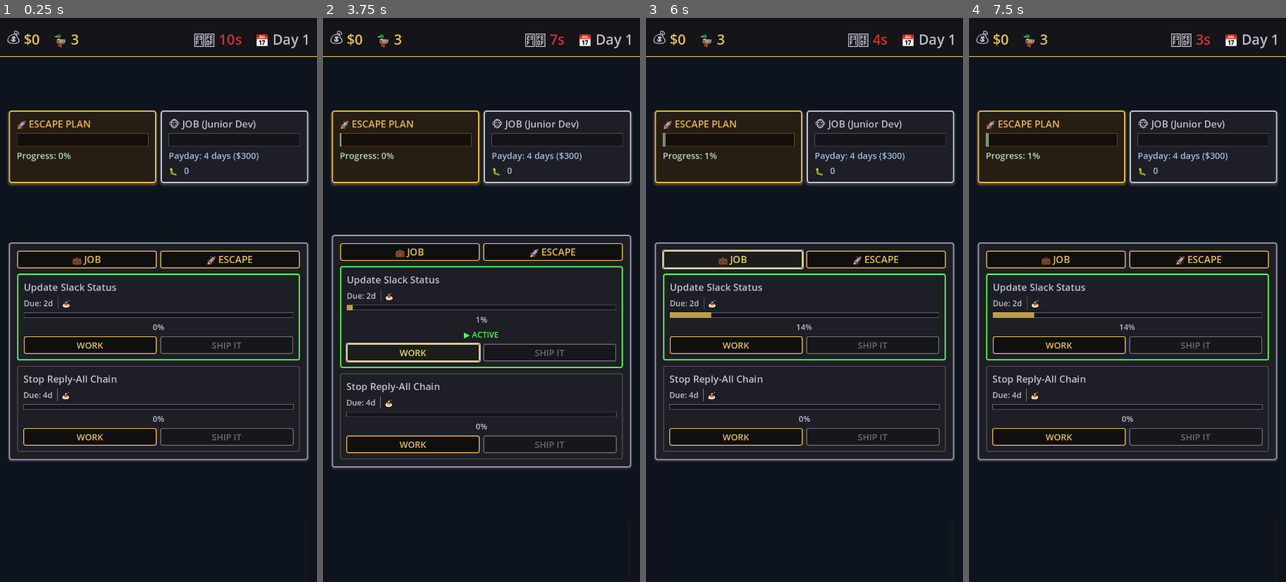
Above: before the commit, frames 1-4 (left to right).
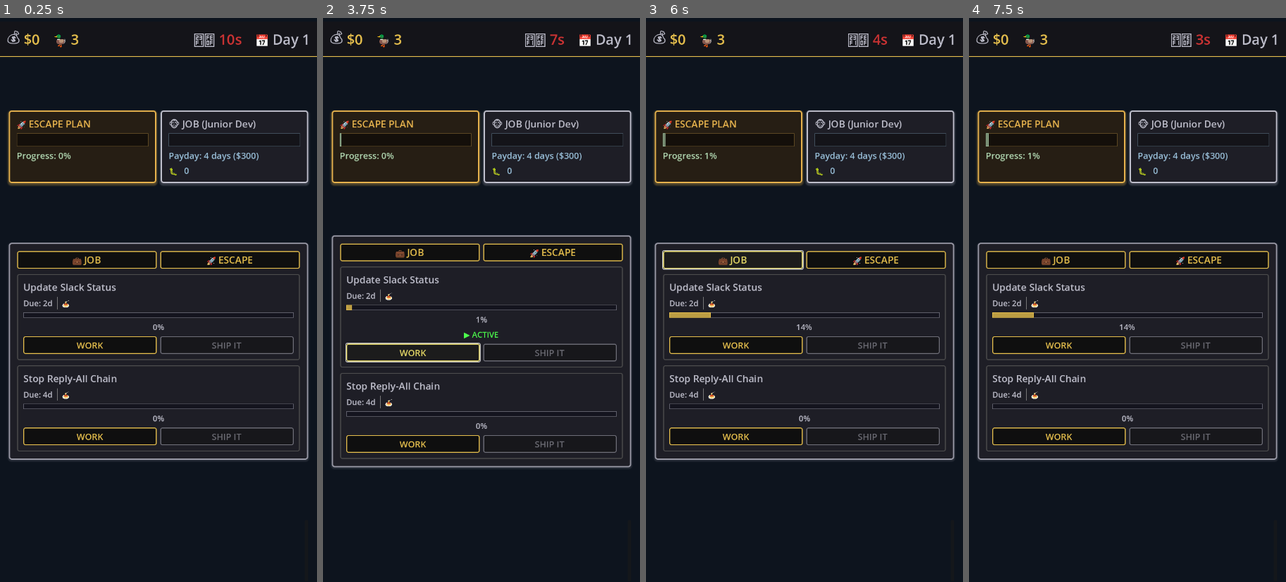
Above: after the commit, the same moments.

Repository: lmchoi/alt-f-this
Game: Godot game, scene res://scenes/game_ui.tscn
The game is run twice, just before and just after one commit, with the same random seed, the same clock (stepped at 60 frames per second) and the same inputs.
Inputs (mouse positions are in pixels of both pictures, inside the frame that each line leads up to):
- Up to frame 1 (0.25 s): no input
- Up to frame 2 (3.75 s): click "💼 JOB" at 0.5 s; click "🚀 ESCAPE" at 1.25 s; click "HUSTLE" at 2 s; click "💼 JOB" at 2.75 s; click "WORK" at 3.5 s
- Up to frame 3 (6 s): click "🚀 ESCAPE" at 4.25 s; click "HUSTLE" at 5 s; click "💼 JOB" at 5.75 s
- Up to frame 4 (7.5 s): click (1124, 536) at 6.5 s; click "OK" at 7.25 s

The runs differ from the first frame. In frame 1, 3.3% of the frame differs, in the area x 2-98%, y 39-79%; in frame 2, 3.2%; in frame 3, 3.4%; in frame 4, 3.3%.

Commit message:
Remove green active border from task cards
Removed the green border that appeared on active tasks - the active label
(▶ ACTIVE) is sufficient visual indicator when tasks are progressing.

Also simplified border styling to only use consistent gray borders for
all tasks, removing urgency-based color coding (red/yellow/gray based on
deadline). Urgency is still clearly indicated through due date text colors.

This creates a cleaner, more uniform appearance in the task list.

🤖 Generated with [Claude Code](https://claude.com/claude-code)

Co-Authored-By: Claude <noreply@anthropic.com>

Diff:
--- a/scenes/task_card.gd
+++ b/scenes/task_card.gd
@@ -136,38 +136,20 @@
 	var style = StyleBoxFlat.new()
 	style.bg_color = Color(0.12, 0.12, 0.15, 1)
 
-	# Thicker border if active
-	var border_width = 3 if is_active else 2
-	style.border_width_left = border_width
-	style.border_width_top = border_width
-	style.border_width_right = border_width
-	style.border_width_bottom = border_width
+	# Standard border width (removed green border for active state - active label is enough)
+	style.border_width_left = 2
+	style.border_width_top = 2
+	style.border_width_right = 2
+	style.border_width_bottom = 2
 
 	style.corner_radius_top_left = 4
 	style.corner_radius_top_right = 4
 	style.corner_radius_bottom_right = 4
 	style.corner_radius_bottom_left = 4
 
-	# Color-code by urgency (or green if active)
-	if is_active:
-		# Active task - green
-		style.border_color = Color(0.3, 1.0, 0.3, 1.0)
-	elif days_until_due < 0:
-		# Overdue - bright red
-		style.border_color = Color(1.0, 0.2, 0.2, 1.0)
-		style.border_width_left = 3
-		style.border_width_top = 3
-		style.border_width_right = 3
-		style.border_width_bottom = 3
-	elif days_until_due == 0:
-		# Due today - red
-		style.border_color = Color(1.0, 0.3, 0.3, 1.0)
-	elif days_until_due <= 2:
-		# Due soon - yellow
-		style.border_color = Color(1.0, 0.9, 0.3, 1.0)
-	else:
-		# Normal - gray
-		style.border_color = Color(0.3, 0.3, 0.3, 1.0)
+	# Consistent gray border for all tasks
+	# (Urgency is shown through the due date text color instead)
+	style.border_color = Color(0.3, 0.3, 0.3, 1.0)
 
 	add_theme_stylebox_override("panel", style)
--
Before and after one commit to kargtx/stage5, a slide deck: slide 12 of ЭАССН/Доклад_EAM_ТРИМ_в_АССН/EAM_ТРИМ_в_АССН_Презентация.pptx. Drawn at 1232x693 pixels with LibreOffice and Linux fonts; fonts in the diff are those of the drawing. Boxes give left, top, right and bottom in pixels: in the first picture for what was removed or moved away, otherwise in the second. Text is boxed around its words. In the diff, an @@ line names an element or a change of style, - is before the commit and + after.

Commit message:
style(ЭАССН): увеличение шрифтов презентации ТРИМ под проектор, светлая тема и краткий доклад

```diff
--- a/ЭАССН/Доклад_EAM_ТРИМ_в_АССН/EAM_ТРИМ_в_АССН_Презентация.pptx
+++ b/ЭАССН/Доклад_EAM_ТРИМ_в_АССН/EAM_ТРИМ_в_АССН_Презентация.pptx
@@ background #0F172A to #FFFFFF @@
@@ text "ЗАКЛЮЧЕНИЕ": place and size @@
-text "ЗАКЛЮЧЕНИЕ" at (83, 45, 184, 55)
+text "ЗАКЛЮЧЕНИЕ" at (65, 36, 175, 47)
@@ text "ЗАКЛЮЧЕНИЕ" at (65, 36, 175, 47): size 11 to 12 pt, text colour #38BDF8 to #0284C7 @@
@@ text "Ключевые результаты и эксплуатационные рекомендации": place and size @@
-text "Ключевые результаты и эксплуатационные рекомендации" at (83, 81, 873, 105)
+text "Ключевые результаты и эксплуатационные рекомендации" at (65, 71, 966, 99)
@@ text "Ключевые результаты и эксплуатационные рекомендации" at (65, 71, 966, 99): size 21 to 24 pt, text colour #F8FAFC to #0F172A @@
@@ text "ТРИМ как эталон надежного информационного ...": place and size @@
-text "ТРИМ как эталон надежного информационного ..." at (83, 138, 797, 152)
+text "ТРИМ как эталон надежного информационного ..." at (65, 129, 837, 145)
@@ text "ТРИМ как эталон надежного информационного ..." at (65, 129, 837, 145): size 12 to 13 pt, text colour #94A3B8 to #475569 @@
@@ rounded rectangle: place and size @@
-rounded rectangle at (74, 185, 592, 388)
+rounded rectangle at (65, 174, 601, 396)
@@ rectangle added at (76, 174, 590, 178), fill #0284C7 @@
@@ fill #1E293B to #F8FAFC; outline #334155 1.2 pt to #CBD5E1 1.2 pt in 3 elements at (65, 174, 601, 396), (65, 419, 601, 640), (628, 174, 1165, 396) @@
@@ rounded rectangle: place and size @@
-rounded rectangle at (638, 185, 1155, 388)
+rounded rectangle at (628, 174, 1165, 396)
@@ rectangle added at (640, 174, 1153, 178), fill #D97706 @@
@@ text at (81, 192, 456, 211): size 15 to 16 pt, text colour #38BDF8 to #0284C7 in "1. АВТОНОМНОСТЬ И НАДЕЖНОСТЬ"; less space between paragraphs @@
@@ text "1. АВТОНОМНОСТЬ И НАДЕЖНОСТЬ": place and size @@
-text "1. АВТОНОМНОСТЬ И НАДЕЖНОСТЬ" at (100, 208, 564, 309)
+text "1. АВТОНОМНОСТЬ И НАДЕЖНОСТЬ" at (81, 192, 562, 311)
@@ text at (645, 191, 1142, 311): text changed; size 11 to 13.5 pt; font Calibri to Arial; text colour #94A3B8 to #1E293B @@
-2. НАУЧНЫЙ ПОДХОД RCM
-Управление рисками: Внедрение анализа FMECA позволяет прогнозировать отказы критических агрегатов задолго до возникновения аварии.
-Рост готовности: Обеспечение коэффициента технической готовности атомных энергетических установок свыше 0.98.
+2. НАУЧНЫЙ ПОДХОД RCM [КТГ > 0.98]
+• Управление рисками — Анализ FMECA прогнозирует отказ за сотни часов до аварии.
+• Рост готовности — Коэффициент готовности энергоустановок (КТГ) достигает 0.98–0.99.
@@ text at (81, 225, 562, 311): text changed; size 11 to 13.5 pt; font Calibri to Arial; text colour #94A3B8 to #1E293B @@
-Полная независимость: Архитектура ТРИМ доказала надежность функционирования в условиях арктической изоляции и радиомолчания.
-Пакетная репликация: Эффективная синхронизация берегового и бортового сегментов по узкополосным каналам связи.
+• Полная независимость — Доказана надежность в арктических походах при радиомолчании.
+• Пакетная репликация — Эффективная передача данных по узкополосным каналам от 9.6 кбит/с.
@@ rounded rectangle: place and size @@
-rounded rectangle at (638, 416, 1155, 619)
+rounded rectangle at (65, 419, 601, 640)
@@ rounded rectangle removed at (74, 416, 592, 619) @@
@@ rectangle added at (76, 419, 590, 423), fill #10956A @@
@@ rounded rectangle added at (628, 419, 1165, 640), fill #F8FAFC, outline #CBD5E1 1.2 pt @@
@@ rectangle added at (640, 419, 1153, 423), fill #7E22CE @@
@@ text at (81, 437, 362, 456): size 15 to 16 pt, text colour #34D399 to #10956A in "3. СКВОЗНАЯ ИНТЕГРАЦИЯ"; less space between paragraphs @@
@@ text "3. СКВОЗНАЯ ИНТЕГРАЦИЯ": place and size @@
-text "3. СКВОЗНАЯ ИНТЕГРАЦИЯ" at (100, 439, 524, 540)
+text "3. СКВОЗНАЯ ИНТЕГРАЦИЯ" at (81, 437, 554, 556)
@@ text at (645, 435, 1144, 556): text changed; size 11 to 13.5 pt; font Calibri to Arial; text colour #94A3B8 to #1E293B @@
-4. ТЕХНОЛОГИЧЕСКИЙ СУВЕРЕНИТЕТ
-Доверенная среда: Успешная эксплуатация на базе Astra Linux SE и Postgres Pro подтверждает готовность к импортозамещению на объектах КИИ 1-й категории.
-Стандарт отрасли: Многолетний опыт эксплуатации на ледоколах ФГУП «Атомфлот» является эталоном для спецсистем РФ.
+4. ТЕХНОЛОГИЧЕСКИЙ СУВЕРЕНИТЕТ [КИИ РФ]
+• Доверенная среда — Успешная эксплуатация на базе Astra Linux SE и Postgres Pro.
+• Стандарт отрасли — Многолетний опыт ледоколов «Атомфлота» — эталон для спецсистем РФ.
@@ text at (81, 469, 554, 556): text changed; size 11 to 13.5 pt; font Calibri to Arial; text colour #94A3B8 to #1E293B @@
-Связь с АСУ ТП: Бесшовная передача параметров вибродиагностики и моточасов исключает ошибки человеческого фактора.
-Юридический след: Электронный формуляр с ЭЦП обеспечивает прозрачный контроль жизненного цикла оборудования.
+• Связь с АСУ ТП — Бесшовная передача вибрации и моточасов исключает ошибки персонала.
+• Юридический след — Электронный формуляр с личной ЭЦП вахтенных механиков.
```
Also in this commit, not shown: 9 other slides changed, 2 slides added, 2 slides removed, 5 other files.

— Instructions to follow —
In the material above, transcribe exactly the lines beginning at the one with "Remove green active border from task cards" and ending at the one with "-136,38 +136,20 @@", both included.

— Written solution —
Remove green active border from task cards
Removed the green border that appeared on active tasks - the active label
(▶ ACTIVE) is sufficient visual indicator when tasks are progressing.

Also simplified border styling to only use consistent gray borders for
all tasks, removing urgency-based color coding (red/yellow/gray based on
deadline). Urgency is still clearly indicated through due date text colors.

This creates a cleaner, more uniform appearance in the task list.

🤖 Generated with [Claude Code](https://claude.com/claude-code)

Co-Authored-By: Claude <noreply@anthropic.com>

Diff:
--- a/scenes/task_card.gd
+++ b/scenes/task_card.gd
@@ -136,38 +136,20 @@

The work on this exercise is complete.